INFORMATION SUPPLIED
┄┄┄┄┄┄
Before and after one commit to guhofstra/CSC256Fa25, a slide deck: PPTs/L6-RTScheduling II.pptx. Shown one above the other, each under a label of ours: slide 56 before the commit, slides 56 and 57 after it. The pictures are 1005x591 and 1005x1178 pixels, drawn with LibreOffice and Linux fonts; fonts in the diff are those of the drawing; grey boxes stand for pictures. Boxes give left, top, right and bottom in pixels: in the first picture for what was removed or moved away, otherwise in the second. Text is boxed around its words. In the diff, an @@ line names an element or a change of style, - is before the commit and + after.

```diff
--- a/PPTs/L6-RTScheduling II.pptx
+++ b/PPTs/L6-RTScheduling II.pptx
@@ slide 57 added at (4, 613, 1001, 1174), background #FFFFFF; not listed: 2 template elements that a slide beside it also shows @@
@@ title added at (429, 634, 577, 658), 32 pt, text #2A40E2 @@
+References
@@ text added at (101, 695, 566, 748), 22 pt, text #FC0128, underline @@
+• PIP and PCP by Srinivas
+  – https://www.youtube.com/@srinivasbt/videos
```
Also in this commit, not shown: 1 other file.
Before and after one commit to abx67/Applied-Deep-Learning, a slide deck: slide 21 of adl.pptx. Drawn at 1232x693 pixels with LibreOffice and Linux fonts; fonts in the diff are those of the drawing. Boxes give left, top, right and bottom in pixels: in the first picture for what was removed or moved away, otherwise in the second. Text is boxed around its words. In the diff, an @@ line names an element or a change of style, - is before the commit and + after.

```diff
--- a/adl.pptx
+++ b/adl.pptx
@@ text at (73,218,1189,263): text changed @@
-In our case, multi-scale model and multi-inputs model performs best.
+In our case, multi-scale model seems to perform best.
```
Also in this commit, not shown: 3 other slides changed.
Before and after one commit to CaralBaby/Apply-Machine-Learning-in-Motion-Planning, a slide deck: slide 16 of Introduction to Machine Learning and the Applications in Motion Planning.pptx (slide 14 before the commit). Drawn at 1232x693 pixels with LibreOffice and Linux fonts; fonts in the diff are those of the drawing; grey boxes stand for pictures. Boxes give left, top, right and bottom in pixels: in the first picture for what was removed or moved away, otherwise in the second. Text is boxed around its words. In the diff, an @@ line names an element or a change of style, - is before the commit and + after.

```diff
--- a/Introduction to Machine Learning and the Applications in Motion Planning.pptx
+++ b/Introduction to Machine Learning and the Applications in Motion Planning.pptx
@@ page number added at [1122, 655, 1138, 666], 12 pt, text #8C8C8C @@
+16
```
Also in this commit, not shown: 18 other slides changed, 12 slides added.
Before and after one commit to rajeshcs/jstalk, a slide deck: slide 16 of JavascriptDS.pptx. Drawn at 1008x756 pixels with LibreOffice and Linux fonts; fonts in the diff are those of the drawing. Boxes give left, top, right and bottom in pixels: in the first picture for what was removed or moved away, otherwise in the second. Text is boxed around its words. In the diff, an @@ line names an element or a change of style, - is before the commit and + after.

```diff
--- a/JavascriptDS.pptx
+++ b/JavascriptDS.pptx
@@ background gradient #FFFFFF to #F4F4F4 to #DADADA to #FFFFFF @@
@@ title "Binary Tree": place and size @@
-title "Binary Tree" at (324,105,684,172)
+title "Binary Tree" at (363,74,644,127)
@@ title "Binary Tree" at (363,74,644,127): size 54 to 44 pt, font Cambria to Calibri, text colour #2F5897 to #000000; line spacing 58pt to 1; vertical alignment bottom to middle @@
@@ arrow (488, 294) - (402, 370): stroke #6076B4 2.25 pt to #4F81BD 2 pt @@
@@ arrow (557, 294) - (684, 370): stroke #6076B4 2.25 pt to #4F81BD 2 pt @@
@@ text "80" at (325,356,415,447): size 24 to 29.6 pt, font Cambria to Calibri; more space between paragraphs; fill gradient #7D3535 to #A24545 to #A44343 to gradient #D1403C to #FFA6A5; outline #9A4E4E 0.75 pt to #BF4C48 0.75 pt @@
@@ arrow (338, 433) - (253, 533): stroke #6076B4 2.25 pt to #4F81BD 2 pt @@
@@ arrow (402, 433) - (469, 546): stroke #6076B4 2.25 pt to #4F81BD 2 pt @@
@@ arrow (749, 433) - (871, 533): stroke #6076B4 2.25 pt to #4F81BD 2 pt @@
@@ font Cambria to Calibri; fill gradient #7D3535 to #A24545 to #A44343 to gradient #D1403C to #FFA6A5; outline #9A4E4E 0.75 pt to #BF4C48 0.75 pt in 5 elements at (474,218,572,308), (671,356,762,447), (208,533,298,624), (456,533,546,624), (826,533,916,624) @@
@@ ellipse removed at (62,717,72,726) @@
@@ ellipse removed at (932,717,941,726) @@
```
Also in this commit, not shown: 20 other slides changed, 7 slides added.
┄┄┄┄┄┄
Read through the entries and copy each line in which "Planning" appears.

Before and after one commit to CaralBaby/Apply-Machine-Learning-in-Motion-Planning, a slide deck: slide 16 of Introduction to Machine Learning and the Applications in Motion Planning.pptx (slide 14 before the commit). Drawn at 1232x693 pixels with LibreOffice and Linux fonts; fonts in the diff are those of the drawing; grey boxes stand for pictures. Boxes give left, top, right and bottom in pixels: in the first picture for what was removed or moved away, otherwise in the second. Text is boxed around its words. In the diff, an @@ line names an element or a change of style, - is before the commit and + after.
--- a/Introduction to Machine Learning and the Applications in Motion Planning.pptx
+++ b/Introduction to Machine Learning and the Applications in Motion Planning.pptx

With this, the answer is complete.